EXERCISE DETAILS ▸ Where the records below reach the line containing "HEIGHT = 36.6", start transcribing, and end with the line containing "FRONT_LEDGE_Z = 19.0", exactly and with nothing else added.

DATA FOR ANALYSIS ▸
■ ■ ■ ■ ■

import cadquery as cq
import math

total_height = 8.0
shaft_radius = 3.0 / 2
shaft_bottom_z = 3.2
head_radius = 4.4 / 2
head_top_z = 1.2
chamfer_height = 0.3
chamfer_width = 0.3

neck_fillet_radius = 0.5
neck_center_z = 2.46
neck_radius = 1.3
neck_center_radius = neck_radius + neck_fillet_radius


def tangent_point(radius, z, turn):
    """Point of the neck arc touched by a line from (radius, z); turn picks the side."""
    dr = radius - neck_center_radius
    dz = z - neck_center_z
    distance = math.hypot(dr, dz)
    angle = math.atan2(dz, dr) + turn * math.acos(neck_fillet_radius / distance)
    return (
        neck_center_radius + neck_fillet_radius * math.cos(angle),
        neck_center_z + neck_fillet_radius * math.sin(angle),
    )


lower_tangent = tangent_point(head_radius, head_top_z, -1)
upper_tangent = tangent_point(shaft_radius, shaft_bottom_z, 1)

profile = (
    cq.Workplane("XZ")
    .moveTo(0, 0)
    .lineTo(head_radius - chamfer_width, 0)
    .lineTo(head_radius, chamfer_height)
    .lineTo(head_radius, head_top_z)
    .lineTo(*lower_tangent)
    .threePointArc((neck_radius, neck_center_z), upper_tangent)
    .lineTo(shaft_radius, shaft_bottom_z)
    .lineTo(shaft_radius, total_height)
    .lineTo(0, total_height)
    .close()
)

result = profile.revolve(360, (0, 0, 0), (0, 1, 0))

■ ■ ■ ■ ■

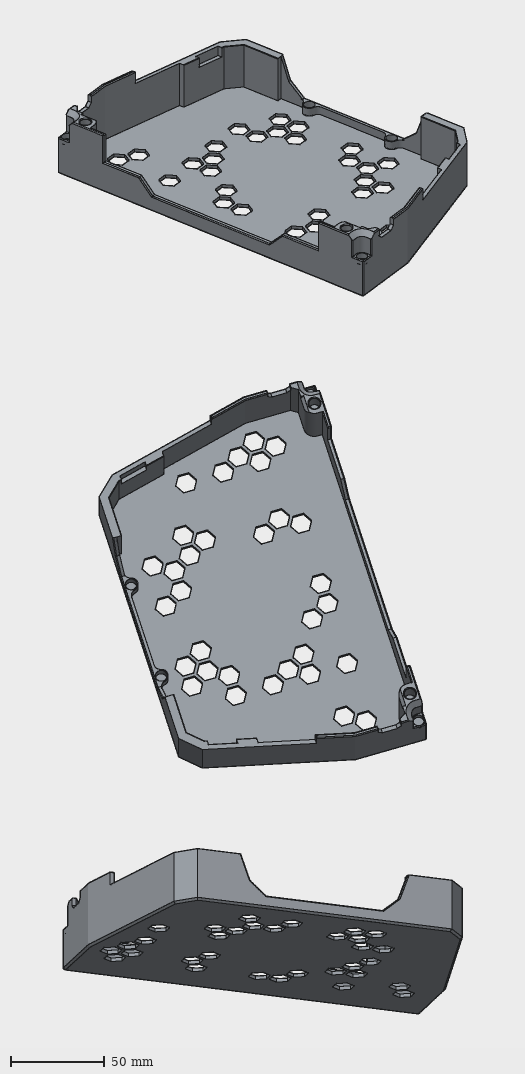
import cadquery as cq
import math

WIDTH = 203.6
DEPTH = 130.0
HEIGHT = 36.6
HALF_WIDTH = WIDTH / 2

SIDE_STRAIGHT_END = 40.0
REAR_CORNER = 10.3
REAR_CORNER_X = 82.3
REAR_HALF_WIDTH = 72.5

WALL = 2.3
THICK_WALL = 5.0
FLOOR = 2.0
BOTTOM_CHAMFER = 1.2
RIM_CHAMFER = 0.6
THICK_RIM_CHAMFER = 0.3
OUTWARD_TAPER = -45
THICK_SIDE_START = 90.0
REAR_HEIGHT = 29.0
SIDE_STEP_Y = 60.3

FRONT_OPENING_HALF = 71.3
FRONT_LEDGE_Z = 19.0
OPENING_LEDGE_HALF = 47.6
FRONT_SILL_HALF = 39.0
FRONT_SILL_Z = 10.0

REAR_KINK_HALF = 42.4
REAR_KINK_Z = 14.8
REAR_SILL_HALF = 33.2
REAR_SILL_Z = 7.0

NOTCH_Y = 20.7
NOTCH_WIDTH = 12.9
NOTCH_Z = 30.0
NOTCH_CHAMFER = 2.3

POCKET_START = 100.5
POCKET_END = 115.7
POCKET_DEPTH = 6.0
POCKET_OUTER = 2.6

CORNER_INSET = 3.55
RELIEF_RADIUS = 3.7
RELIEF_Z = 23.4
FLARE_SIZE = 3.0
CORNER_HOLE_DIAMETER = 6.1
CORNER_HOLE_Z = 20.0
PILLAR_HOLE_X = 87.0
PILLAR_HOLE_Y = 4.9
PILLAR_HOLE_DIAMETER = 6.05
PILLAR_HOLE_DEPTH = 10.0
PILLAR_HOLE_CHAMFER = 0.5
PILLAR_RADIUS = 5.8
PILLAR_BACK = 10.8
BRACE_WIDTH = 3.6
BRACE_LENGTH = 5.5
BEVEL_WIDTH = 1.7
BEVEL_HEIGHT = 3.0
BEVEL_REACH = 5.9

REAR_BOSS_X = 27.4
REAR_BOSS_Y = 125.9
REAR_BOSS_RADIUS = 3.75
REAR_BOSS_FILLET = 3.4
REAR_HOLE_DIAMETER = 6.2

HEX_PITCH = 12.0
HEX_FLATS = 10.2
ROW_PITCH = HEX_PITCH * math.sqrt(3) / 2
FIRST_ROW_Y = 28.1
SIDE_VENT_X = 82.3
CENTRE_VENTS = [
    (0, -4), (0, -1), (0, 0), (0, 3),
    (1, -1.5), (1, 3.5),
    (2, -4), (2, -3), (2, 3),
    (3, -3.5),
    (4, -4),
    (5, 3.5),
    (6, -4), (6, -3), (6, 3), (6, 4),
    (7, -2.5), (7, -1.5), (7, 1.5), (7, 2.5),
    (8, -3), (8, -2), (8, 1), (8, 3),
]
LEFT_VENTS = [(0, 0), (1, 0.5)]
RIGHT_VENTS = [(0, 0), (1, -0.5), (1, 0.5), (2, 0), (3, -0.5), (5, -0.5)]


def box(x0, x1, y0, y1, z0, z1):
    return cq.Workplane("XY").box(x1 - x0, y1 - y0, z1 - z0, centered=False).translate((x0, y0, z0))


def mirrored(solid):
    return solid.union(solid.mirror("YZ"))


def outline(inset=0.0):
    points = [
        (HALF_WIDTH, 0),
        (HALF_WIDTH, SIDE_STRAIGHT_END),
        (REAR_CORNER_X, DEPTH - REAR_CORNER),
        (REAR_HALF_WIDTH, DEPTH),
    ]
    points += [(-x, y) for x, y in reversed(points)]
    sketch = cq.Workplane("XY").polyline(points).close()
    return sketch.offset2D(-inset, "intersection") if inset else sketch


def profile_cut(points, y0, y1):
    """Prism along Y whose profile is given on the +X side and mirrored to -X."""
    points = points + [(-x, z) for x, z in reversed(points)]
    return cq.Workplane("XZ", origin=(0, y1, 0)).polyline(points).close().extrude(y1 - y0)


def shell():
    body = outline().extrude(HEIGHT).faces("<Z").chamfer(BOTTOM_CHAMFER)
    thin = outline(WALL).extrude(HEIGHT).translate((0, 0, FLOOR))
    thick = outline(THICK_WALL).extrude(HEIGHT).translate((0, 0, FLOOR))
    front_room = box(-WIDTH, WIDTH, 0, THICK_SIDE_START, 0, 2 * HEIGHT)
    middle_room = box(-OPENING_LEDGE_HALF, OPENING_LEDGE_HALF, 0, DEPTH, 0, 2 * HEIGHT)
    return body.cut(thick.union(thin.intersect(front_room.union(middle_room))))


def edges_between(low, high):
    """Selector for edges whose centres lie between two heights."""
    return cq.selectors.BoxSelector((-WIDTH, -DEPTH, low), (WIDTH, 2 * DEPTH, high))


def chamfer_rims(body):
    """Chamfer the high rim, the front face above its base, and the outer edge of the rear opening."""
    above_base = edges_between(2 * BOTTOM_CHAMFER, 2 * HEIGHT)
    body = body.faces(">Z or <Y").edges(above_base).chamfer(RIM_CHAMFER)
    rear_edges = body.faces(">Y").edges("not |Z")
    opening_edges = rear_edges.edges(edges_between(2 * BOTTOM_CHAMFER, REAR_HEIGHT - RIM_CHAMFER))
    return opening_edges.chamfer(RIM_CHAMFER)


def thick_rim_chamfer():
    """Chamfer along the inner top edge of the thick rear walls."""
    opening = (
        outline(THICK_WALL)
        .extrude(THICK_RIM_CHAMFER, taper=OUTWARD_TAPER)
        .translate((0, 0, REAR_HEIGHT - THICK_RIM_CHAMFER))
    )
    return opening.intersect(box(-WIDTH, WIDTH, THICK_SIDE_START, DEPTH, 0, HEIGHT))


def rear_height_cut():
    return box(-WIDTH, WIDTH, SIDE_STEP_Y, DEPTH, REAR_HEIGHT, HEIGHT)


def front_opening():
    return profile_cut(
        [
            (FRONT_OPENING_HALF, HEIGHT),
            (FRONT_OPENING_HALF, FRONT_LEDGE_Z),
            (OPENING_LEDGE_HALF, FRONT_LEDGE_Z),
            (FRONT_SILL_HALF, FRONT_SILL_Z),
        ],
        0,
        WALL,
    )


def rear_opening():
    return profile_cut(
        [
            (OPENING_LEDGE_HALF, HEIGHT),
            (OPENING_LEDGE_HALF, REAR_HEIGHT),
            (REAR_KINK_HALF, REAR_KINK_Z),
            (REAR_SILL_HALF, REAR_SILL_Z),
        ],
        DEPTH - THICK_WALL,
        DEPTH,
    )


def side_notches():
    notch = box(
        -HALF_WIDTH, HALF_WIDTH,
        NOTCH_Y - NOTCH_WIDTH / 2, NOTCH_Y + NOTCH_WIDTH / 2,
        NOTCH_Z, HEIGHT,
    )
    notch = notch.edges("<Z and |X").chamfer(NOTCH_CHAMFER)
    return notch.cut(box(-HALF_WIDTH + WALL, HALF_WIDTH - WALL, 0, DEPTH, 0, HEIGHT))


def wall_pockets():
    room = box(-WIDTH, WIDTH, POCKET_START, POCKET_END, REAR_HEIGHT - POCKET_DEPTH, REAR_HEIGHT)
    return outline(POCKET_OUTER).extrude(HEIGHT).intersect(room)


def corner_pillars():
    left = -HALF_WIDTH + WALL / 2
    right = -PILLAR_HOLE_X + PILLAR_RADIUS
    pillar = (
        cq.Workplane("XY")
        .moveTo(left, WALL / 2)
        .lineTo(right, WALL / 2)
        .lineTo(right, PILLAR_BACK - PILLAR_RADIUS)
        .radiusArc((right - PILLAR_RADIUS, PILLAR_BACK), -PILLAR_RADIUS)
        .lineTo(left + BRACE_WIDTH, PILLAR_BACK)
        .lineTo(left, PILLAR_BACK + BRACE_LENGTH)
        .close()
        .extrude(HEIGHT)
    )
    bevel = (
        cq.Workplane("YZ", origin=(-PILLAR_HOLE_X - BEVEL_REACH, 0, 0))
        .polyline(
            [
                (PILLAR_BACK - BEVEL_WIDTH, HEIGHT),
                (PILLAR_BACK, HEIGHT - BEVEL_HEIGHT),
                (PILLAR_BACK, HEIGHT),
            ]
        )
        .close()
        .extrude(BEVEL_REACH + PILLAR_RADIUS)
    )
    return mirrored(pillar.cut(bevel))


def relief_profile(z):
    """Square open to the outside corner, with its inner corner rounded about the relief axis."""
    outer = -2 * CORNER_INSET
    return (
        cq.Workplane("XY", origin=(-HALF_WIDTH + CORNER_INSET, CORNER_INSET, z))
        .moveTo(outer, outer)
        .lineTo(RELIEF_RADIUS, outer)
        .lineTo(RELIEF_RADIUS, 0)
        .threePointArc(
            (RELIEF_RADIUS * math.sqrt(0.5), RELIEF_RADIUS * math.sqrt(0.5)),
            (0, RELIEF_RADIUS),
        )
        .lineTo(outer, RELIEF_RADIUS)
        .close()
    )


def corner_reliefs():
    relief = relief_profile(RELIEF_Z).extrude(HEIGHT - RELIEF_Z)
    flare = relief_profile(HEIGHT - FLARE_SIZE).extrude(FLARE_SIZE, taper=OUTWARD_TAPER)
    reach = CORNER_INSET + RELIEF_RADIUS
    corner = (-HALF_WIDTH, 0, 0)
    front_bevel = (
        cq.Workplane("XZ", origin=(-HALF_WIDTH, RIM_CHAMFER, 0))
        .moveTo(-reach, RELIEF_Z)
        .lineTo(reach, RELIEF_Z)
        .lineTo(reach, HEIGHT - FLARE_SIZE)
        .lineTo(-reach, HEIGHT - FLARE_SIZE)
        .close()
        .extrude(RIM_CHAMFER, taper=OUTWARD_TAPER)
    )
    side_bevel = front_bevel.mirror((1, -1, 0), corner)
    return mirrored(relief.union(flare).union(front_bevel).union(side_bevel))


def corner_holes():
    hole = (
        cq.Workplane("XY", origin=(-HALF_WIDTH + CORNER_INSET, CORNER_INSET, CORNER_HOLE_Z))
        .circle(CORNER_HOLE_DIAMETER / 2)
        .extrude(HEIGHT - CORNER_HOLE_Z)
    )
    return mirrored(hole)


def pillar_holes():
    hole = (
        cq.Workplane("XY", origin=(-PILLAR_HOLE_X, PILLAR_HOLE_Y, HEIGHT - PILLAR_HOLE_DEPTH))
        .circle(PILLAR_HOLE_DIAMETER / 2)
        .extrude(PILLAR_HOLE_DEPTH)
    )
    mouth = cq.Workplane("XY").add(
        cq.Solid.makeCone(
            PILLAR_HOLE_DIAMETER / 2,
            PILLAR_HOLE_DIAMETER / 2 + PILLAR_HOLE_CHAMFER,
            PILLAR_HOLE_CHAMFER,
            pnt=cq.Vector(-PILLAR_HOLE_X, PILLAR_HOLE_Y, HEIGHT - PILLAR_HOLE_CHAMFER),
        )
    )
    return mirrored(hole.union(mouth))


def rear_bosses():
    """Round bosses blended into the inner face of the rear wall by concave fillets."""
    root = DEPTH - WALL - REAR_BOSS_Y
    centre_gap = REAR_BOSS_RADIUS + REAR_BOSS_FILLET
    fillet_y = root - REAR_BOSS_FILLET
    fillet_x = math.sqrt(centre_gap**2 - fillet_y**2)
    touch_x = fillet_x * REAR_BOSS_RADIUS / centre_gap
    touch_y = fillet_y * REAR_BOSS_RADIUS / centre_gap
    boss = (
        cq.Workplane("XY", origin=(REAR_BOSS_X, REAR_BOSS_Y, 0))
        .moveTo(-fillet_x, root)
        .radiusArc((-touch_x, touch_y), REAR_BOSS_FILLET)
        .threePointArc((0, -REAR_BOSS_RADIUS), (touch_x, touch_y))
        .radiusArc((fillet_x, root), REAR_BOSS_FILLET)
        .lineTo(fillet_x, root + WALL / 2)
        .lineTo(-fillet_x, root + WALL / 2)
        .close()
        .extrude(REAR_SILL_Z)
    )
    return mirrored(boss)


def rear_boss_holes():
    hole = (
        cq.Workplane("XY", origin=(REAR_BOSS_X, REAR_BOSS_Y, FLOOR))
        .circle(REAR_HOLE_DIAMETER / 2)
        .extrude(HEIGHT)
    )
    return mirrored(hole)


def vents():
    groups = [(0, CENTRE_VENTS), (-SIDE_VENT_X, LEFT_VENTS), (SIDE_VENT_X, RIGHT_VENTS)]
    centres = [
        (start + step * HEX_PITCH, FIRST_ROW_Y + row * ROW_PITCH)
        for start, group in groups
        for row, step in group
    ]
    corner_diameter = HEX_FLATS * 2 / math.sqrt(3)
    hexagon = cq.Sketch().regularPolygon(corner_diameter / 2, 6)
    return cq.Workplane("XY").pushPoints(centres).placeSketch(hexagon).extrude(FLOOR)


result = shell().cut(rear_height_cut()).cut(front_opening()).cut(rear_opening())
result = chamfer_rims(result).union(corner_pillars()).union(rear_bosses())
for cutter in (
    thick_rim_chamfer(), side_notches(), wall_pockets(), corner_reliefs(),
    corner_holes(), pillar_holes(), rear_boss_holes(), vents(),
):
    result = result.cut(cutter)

■ ■ ■ ■ ■

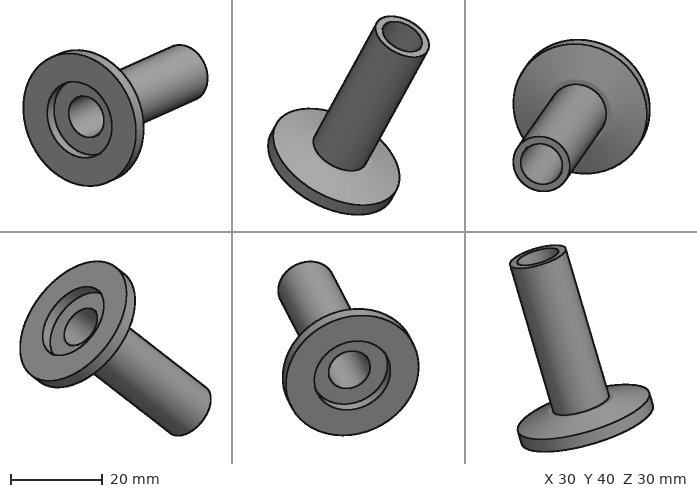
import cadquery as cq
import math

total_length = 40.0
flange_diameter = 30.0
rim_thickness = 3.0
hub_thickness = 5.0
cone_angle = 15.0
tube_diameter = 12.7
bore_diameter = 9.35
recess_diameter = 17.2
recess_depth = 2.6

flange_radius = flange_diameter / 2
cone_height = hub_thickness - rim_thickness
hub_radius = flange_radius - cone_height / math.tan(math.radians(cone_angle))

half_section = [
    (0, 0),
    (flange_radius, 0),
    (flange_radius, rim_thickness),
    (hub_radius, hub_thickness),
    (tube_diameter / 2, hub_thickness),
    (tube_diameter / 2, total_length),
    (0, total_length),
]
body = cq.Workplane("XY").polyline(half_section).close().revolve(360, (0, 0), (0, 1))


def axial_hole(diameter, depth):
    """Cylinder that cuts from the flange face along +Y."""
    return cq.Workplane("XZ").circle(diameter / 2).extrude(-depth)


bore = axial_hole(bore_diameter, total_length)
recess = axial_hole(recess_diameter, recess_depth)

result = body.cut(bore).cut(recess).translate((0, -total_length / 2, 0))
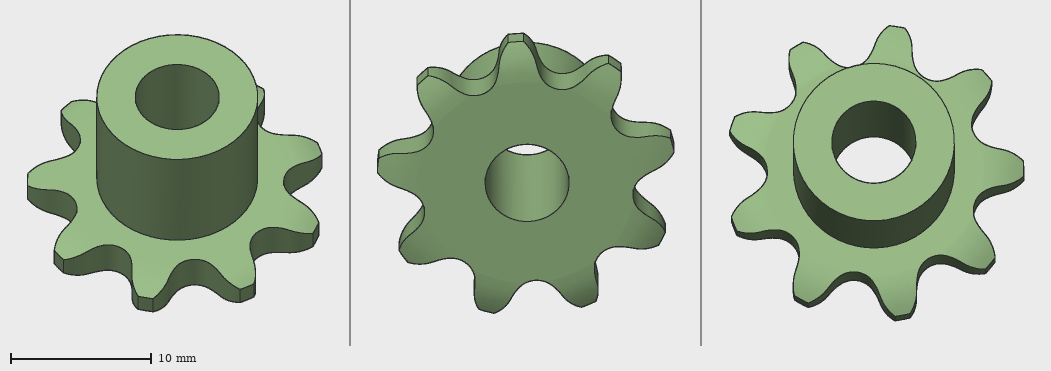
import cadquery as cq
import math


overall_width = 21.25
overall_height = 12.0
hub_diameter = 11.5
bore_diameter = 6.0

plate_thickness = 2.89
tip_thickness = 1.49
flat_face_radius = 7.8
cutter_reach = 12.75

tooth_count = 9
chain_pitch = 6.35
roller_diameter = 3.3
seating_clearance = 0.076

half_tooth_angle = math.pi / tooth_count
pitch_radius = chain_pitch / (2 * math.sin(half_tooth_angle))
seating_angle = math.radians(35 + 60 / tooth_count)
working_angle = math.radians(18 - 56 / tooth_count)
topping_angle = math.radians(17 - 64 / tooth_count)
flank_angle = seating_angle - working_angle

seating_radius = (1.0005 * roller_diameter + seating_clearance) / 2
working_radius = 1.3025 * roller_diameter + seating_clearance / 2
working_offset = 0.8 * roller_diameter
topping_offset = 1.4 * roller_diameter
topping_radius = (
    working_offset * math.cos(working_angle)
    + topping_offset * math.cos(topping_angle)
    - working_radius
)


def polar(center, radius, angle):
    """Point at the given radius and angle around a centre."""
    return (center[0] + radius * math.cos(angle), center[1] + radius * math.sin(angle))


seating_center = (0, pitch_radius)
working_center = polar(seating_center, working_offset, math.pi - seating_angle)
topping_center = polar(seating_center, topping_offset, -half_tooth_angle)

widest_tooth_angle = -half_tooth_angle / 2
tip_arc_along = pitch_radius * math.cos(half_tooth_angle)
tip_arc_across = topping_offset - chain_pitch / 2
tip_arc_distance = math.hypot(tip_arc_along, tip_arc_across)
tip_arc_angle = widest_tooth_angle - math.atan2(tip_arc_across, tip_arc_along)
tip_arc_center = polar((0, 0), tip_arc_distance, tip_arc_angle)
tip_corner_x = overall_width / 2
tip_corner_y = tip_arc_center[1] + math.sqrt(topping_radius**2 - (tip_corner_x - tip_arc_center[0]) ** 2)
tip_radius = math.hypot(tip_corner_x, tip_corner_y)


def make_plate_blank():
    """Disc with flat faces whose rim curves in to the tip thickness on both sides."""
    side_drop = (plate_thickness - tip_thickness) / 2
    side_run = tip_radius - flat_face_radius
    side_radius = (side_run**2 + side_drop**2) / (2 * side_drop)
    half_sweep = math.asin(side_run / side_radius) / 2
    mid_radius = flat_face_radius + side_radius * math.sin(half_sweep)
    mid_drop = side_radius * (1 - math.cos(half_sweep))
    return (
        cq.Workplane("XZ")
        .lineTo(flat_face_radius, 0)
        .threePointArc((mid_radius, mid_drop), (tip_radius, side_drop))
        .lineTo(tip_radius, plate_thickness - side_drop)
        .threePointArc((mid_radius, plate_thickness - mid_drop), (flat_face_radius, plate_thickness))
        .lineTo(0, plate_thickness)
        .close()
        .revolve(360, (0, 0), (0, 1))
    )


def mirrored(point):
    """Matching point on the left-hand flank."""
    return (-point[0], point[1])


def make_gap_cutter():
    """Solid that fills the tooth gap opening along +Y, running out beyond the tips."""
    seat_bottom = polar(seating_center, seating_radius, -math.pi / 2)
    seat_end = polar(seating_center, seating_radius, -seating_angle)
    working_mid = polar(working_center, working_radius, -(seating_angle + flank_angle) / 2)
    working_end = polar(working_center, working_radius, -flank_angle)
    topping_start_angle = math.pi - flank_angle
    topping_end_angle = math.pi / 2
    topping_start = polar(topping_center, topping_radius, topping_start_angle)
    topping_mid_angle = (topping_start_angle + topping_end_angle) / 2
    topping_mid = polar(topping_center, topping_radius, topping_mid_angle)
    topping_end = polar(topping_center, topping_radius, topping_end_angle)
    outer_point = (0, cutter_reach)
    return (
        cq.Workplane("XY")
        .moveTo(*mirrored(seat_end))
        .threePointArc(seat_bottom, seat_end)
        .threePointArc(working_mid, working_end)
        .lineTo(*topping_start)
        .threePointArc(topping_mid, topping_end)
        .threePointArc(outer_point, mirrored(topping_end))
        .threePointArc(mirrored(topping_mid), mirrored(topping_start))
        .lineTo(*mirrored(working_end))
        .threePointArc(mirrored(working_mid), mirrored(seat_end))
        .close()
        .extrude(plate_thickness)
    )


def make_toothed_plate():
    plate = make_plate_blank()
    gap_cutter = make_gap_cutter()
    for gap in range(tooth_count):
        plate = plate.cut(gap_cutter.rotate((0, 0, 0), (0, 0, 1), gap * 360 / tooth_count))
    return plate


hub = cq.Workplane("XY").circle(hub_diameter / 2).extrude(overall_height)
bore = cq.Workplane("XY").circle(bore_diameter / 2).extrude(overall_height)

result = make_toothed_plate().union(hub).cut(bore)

■ ■ ■ ■ ■

RESPONSE TO THE EXERCISE ▸
HEIGHT = 36.6
HALF_WIDTH = WIDTH / 2

SIDE_STRAIGHT_END = 40.0
REAR_CORNER = 10.3
REAR_CORNER_X = 82.3
REAR_HALF_WIDTH = 72.5

WALL = 2.3
THICK_WALL = 5.0
FLOOR = 2.0
BOTTOM_CHAMFER = 1.2
RIM_CHAMFER = 0.6
THICK_RIM_CHAMFER = 0.3
OUTWARD_TAPER = -45
THICK_SIDE_START = 90.0
REAR_HEIGHT = 29.0
SIDE_STEP_Y = 60.3

FRONT_OPENING_HALF = 71.3
FRONT_LEDGE_Z = 19.0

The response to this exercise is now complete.